Print version ISSN 0120-4157On-line version ISSN 2590-7379

Biomed. vol.40 no.3 Bogotá July/Sept. 2020  Epub June 30, 2020

https://doi.org/10.7705/biomedica.5016 

Biomedical images

Illustrated histopathological features of fatal dengue cases in Colombia

Jorge Alonso Rivera1  * 

Aura Caterine Rengifo1 

Édgar Alberto Parra2 

Jaime E. Castellanos3 

María Leonor Caldas4 

1Grupo de Morfología Celular, Dirección de Investigación en Salud Pública, Instituto Nacional de Salud, Bogotá, D.C., Colombia

2Grupo de Patología, Dirección de Redes en Salud Pública, Instituto Nacional de Salud, Bogotá, D.C., Colombia

3Facultad de Odontología, Universidad Nacional de Colombia, Bogotá, D.C., Colombia

4Subdirección de Innovación en Salud Pública, Dirección de Investigación en Salud Pública, Instituto Nacional de Salud, Bogotá, D.C., Colombia


Dengue is the most important arboviral disease in humans in tropical and subtropical countries and it is considered endemic by the World Health Organization. It has been estimated that 390 million cases occur annually, 96 of which are clinically diagnosed as symptomatic dengue fever 1. Although most infections are asymptomatic, the more severe forms of dengue (formerly called hemorrhagic or shock syndrome) may result in organ failure or death 2 with around a half-million cases reported each year, an estimated average of 10,000 fatal cases per year (between 1990 and 2013), and a peak in 2010 (11,302 fatal cases) 2. Dengue incidence has seen a 30-fold increase in the last 50 years 3 making it a major public health concern currently.

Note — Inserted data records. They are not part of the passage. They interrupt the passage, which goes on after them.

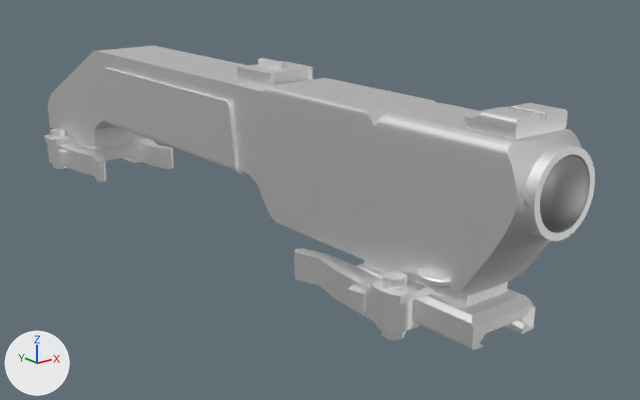
What one commit did to the FBX model SampleMod_NewWeapon/Assets/Weapons/Attachments/Optics/SampleOptic_01/SampleOptic_01.fbx.
One viewpoint serves both versions: a camera (50 mm lens) standing at (-0.206, -0.282, 0.128) and looking at (0.024, 0.006, 0.013). Lighting does not change. The marker at lower left points along +X, +Y and +Z. Objects named as collision shapes, trigger or cutter boxes, shadow casters or lower levels of detail are left out. Where no turn or scale is listed for an object, it has been applied to the vertices.

In view in the first picture: 'Carryhandle_LOD0', 'glass_LOD0'.
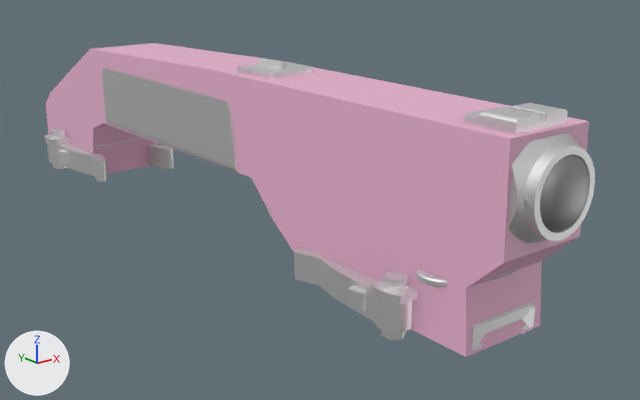
Pixel boxes (x1, y1, x2, y2) of what changed, in the pictures (640 x 400 px):
'UTM_FireGeo', added (pink)
    after: (46, 43, 589, 357)
'Carryhandle_LOD0', unchanged, covered by the edit
    before: (45, 46, 595, 350)
    after: (45, 58, 595, 350)

What the commit changed:
Material 'Weapon_metal_3B2D2687F56BB4EF' (mat_weapon_metal_3b2d2687f56bb4ef) is new.
Its base color is (0.835, 0.458, 0.633) (pink #ecb4d0).
Mesh me_cube is new.
It has 32 vertices, 30 faces and spans x -0.017..0.019, y -0.13..0.203, z 0.0..0.072.
It uses material mat_weapon_metal_3b2d2687f56bb4ef (pink #ecb4d0).
Object 'UTM_FireGeo' (ob_utm_firegeo) is new; it shows me_cube.
Its location is (0.0, 0.0, 0.0).
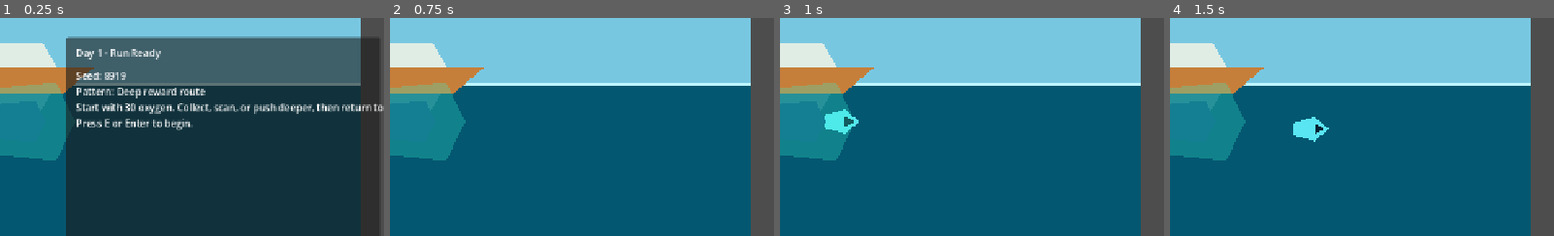
Above: before the commit, frames 1-4 (left to right).
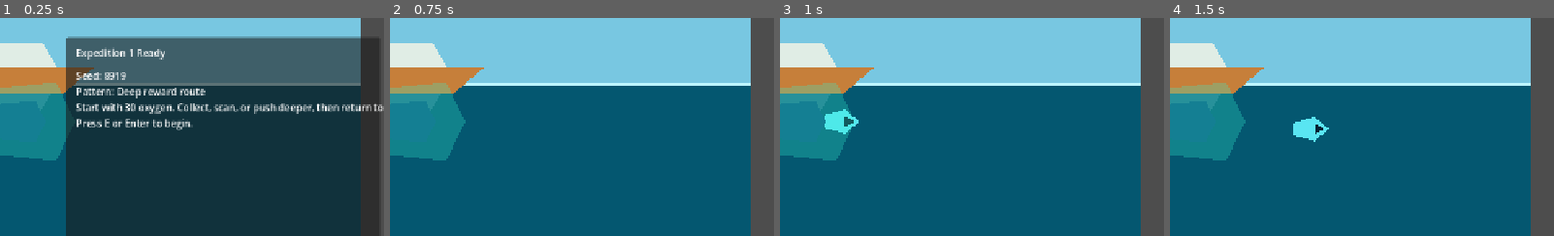
Above: after the commit, the same moments.

Repository: joeypshell/OceanGame
Game: Godot game, scene res://scenes/Main.tscn
The game is run twice, just before and just after one commit, with the same random seed, the same clock (stepped at 60 frames per second) and the same inputs.
Inputs:
- Up to frame 1 (0.25 s): no input
- Up to frame 2 (0.75 s): tap E (interact) at 0.5, 0.6 s; hold D (move_right) from 0.53 s (still down)
- Up to frame 3 (1 s): keep holding D (move_right)
- Up to frame 4 (1.5 s): release D (move_right) at 1.28 s; hold S (move_down) from 1.28 s (still down); tap F (scan) at 1.35 s
The pictures show only the part of the screen within x 48-98%, y 0-50%; the shares and areas given below are measured in that part.

The runs differ from the first frame. In frame 1, 0.6% of the frame differs, in the area x 20-43%, y 14-20%; in frame 2, nothing differs; in frame 3, nothing differs; in frame 4, nothing differs.

Commit message:
Revise planning and backlog architecture

Diff:
--- a/scenes/Main.tscn
+++ b/scenes/Main.tscn
@@ -554,7 +554,7 @@
 offset_top = 14.0
 offset_right = 492.0
 offset_bottom = 46.0
-text = "Run Ready"
+text = "Expedition Ready"
 
 [node name="RunSummary" type="Label" parent="HUD/RunPanel"]
 offset_left = 16.0
--- a/scripts/main.gd
+++ b/scripts/main.gd
@@ -379,7 +379,7 @@
 		else:
 			prompt_label.text = "Extraction complete - upgrade menu open: press E to purchase or R to restart"
 	elif dive_session.result == DiveSessionScript.Result.FAILED:
-		prompt_label.text = "Run failed - press R to restart"
+		prompt_label.text = "Expedition failed - press R to restart"
 	elif player_in_base:
 		if dive_session.has_left_base:
 			prompt_label.text = "Safe base: press E or Enter to extract"
@@ -391,7 +391,7 @@
 func _update_run_panel() -> void:
 	if dive_session.result == DiveSessionScript.Result.READY:
 		run_panel.visible = true
-		run_title_label.text = "Day %d - Run Ready" % progression_state.current_run_number
+		run_title_label.text = "Expedition %d Ready" % progression_state.current_run_number
 		run_summary_label.text = "Seed: %d\nPattern: %s\nStart with %d oxygen. Collect, scan, or push deeper, then return to bank cargo.\nPress E or Enter to begin." % [
 			progression_state.current_run_seed,
 			_format_cluster_pattern(current_resource_cluster_pattern),
@@ -399,7 +399,7 @@
 		]
 	elif dive_session.result == DiveSessionScript.Result.EXTRACTED:
 		run_panel.visible = true
-		run_title_label.text = "Day %d Result: Extraction" % progression_state.current_run_number
+		run_title_label.text = "Expedition %d Result: Extraction" % progression_state.current_run_number
 		run_summary_label.text = "Seed: %d\nPattern: %s\n%s" % [
 			progression_state.current_run_seed,
 			_format_cluster_pattern(current_resource_cluster_pattern),
@@ -407,7 +407,7 @@
 		]
 	elif dive_session.result == DiveSessionScript.Result.FAILED:
 		run_panel.visible = true
-		run_title_label.text = "Day %d Result: Failure" % progression_state.current_run_number
+		run_title_label.text = "Expedition %d Result: Failure" % progression_state.current_run_number
 		run_summary_label.text = "Seed: %d\nPattern: %s\n%s" % [
 			progression_state.current_run_seed,
 			_format_cluster_pattern(current_resource_cluster_pattern),
Not shown, added: README.md
Not shown, changed: docs/current/GAMEPLAY.md
Not shown, changed: docs/current/ROADMAP.md
Not shown, changed: docs/planning/CORE_LOOP_RULES.md
Not shown, changed: docs/planning/DAILY_RUNS.md
Not shown, changed: docs/planning/DAILY_RUN_PLAYTEST_2026_06_25.md
Not shown, added: docs/planning/GAME_VISION.md
Not shown, added: docs/planning/PREDATOR_INTERACTION_DIRECTION.md
Not shown, added: docs/planning/PROGRESSION_LADDER.md
Not shown, changed: docs/planning/RUN_PLAYTEST_CHECKLIST.md

In Colombia, dengue virus infection has an endemic and epidemic behavior with a steady increment in the last 20 years. The Colombian national surveillance system reported the highest historic peak of dengue cases in 2010 (157,000 cases) with 9.777 severe cases and a worrisome number of 217 fatalities (2.28% lethality rate) 4. During 2011, there was a decrease in dengue cases but the lethality rate increased to 3.75% 5. The burden of the 2010 dengue epidemic was 14-fold higher than that of 2011 or 2012 (57.017 vs. 3.989 disability-adjusted life years were lost, respectively). Additionally, the estimation of the 2010 epidemic costs rose to USD$ 65.5 million, almost fourfold higher compared to a regular endemic or epidemic year. Approximately 30% of these costs was linked to loss of income due to fatalities.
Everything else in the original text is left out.